2.5. LP Relaxations

Given that we have polynomial-time algorithms for solving LPs but solving ILPs is NP-hard, an important question is whether we can use the machinery for solving LPs to obtain suboptimal but good solutions for ILPs. We will explore this question in the third part of this book. Here, we introduce an important tool for translating ILPs into related LPs: LP relaxation.

For every ILP, one can define a corresponding LP by simply dropping the requirement that the solution value of each variable be an integer: in the LP solution, variables are allowed to take on any real values as long as they satisfy the constraints in the LP.

The LP relaxation of an ILP is the same as the ILP, but the requirement that the variable values in a feasible solution be integers is dropped.

As an example, here is the LP relaxation of (2.9). It is identical to the ILP, except that the constraint \(x_e \in \{0, 1\}\) has been replaced with the constraint \(0 \le x_e \le 1\): \(x_e\) is no longer required to be integral:

\[\begin{gathered} \text{Minimize } \sum_{e \in E} w_e x_e\\ \begin{aligned} \text{s.t. } \sum_{e \in E} x_e &= n - 1\\ \sum_{e \in C} x_e &\le |C| - 1 && \forall \text{cycle $C$ in $G$}\\ 0 &\le x_e \le 1 && \forall e \in E. \end{aligned} \end{gathered}\tag{2.12}\]

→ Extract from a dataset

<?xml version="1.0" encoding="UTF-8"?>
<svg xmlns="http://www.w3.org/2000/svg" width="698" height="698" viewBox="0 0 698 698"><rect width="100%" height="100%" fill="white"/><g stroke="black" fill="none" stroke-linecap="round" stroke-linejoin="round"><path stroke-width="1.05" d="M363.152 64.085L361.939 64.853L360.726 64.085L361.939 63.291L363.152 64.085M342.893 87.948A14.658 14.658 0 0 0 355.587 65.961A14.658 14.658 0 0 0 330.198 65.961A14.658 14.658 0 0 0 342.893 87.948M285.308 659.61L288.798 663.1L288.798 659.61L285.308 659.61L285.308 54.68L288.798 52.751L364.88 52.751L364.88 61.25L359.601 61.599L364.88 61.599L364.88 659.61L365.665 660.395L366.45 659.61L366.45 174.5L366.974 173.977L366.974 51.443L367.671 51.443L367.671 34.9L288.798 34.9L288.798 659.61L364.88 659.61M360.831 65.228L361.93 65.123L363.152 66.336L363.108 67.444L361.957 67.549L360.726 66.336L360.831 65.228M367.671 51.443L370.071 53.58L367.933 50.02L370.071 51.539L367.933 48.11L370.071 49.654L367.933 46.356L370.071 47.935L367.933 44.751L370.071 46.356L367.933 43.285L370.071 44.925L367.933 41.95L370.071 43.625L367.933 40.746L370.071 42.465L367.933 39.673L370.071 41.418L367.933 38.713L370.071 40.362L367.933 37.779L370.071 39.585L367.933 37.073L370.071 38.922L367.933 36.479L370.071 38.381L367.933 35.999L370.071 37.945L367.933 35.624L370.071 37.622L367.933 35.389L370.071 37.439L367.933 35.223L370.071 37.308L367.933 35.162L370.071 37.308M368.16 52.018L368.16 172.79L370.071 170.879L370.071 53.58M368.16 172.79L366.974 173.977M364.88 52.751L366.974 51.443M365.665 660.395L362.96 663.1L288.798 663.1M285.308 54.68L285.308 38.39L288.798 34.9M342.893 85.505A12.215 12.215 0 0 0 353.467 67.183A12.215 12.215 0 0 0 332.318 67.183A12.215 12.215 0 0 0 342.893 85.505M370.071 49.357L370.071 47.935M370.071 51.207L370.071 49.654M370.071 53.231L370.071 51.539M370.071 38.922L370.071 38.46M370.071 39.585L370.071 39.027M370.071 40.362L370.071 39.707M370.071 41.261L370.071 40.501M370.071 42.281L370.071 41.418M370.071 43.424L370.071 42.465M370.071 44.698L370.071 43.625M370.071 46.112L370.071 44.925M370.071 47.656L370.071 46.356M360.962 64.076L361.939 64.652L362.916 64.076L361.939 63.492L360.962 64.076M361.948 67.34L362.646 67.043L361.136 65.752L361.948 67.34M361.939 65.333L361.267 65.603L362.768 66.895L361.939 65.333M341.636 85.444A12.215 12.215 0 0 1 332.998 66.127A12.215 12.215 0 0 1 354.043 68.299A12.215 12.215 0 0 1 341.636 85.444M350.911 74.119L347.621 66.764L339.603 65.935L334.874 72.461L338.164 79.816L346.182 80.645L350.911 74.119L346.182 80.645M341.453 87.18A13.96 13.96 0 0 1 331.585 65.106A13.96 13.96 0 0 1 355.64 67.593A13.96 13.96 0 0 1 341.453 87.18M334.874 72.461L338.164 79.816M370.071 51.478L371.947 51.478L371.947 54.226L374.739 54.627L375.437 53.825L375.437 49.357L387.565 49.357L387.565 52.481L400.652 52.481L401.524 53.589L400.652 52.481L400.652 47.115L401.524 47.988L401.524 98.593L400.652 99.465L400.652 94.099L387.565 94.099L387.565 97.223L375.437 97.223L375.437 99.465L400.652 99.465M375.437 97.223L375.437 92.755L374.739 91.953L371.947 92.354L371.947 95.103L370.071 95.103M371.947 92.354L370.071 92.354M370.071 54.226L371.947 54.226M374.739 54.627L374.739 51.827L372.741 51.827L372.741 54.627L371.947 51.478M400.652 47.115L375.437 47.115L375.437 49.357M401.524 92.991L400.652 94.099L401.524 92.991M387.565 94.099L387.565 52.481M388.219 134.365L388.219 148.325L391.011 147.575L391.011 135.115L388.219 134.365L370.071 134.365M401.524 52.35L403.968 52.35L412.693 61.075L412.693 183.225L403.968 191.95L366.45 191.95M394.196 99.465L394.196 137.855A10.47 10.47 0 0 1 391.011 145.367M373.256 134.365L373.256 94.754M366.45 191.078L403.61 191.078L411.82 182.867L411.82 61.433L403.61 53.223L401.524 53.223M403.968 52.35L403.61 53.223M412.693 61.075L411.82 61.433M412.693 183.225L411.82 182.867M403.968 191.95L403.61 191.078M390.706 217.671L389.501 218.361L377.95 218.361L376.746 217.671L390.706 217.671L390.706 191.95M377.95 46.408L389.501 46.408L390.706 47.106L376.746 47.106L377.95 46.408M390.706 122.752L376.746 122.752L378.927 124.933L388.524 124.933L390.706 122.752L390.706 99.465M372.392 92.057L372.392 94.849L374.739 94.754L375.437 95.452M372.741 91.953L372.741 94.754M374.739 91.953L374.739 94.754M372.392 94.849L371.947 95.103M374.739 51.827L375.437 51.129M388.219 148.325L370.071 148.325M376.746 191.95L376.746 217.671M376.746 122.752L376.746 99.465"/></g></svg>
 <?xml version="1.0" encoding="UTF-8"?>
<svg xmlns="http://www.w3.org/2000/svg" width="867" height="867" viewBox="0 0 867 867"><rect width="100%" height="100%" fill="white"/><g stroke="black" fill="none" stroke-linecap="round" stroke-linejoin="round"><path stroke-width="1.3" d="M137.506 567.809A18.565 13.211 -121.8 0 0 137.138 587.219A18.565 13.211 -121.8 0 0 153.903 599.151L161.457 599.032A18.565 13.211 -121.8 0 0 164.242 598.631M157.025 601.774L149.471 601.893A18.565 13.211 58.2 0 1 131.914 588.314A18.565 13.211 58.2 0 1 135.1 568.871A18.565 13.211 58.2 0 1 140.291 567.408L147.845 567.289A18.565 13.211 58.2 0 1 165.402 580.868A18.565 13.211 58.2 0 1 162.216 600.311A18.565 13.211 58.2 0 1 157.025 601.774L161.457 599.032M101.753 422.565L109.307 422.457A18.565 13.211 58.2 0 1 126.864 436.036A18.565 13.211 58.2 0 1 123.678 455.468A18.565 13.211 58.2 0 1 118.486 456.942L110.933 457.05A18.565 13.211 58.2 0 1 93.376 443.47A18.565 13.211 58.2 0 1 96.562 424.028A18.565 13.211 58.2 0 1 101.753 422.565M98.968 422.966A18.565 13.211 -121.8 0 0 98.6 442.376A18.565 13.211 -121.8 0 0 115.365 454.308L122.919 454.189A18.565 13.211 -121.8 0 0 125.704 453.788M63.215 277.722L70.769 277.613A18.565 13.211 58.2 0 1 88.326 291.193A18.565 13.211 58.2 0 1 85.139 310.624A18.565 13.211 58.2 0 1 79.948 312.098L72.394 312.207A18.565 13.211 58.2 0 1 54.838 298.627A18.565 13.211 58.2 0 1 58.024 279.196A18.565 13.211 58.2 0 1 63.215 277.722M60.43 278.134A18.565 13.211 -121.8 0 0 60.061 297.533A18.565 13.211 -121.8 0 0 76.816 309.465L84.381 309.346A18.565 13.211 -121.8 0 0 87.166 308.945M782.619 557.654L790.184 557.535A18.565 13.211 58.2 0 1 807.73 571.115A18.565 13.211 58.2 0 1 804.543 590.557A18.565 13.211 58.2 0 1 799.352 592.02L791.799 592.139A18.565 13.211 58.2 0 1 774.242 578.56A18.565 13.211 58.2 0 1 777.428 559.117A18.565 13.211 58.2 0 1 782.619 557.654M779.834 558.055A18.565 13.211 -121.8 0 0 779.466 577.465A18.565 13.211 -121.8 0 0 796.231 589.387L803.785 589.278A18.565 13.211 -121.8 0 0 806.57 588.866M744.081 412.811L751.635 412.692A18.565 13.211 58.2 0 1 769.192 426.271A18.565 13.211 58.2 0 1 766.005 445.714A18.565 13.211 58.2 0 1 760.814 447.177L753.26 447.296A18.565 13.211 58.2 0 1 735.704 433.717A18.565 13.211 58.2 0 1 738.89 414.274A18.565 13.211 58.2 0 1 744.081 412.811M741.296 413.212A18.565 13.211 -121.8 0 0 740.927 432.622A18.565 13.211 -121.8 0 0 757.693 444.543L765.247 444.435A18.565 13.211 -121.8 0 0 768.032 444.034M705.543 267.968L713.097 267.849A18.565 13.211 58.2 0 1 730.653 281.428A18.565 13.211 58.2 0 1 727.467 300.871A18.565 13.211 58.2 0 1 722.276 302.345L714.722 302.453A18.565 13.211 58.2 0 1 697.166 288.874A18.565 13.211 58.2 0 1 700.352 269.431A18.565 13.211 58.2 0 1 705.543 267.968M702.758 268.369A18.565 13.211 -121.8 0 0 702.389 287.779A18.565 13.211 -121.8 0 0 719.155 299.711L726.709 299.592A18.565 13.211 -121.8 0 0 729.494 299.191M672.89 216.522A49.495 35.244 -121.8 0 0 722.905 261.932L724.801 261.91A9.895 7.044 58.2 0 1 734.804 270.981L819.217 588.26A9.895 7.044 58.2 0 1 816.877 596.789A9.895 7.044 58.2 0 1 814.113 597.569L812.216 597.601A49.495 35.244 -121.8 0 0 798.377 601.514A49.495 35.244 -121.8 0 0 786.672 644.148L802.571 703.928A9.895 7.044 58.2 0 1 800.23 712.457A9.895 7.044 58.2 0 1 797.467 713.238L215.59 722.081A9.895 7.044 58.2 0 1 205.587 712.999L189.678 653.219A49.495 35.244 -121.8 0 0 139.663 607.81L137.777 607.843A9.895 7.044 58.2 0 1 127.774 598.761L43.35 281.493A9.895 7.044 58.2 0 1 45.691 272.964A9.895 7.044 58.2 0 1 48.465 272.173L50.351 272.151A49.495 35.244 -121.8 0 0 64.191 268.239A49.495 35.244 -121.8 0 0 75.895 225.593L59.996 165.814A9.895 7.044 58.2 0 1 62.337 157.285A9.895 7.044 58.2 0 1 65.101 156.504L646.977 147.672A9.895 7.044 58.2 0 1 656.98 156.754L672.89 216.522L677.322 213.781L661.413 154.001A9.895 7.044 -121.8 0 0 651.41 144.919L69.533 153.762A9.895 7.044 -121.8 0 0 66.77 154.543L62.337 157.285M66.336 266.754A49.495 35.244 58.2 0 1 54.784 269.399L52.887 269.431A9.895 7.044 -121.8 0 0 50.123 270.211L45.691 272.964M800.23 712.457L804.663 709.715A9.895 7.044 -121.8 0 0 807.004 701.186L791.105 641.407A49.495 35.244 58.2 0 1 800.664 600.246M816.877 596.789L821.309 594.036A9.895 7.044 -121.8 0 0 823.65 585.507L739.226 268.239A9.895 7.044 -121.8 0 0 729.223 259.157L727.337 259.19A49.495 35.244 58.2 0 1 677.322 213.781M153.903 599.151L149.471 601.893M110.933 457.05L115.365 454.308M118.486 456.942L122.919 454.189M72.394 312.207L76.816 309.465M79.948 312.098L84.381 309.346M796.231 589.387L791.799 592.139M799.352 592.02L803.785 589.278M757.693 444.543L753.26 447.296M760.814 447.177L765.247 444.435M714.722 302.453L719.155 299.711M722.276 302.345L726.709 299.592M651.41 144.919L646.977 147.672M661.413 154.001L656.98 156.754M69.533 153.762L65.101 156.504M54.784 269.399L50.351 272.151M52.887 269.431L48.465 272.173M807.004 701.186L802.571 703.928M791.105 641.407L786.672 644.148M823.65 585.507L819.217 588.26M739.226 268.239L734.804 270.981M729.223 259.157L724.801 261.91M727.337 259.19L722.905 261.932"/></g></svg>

In general, the LP relaxation of an ILP may have a much better optimal solution than the ILP itself, but it can never have a worse optimal solution:

Lemma 2.8: If \(\hat x\) is an optimal solution to a minimization ILP \(P\) and \(\tilde x\) is an optimal solution to its LP relaxation \(P'\), then \(f\bigl(\tilde x\bigr) \le f\bigl(\hat x\bigr)\), where \(f\) is the objective function shared by \(P\) and \(P'\).

Proof: Since \(\hat x\) is a feasible solution of \(P\), it is also a feasible solution of \(P'\). Since \(\tilde x\) is an optimal solution of \(P'\), this implies that \(f\bigl(\tilde x\bigr) \le f\bigl(\hat x\bigr)\). ▨

The ratio \(f\bigl(\hat x\bigr) \mathop{/} f\bigl(\tilde x\bigr)\) between the optimal objective function values of the ILP and its relaxation is called the integrality gap of the ILP.

In general, this gap can be arbitrarily large. However, for problems where the integrality gap is bounded, the LP relaxation can often be used to efficiently obtain an approximation of the optimal solution of the ILP, a fact that will be explored further when we discuss Chapter 13. Another useful property exploited by some approximation algorithms is half-integrality of the optimal solution of some LPs: In the optimal solution, every variable takes on a value that is a multiple of \(\frac{1}{2}\). Again, this will be explored further when discussing approximation algorithms.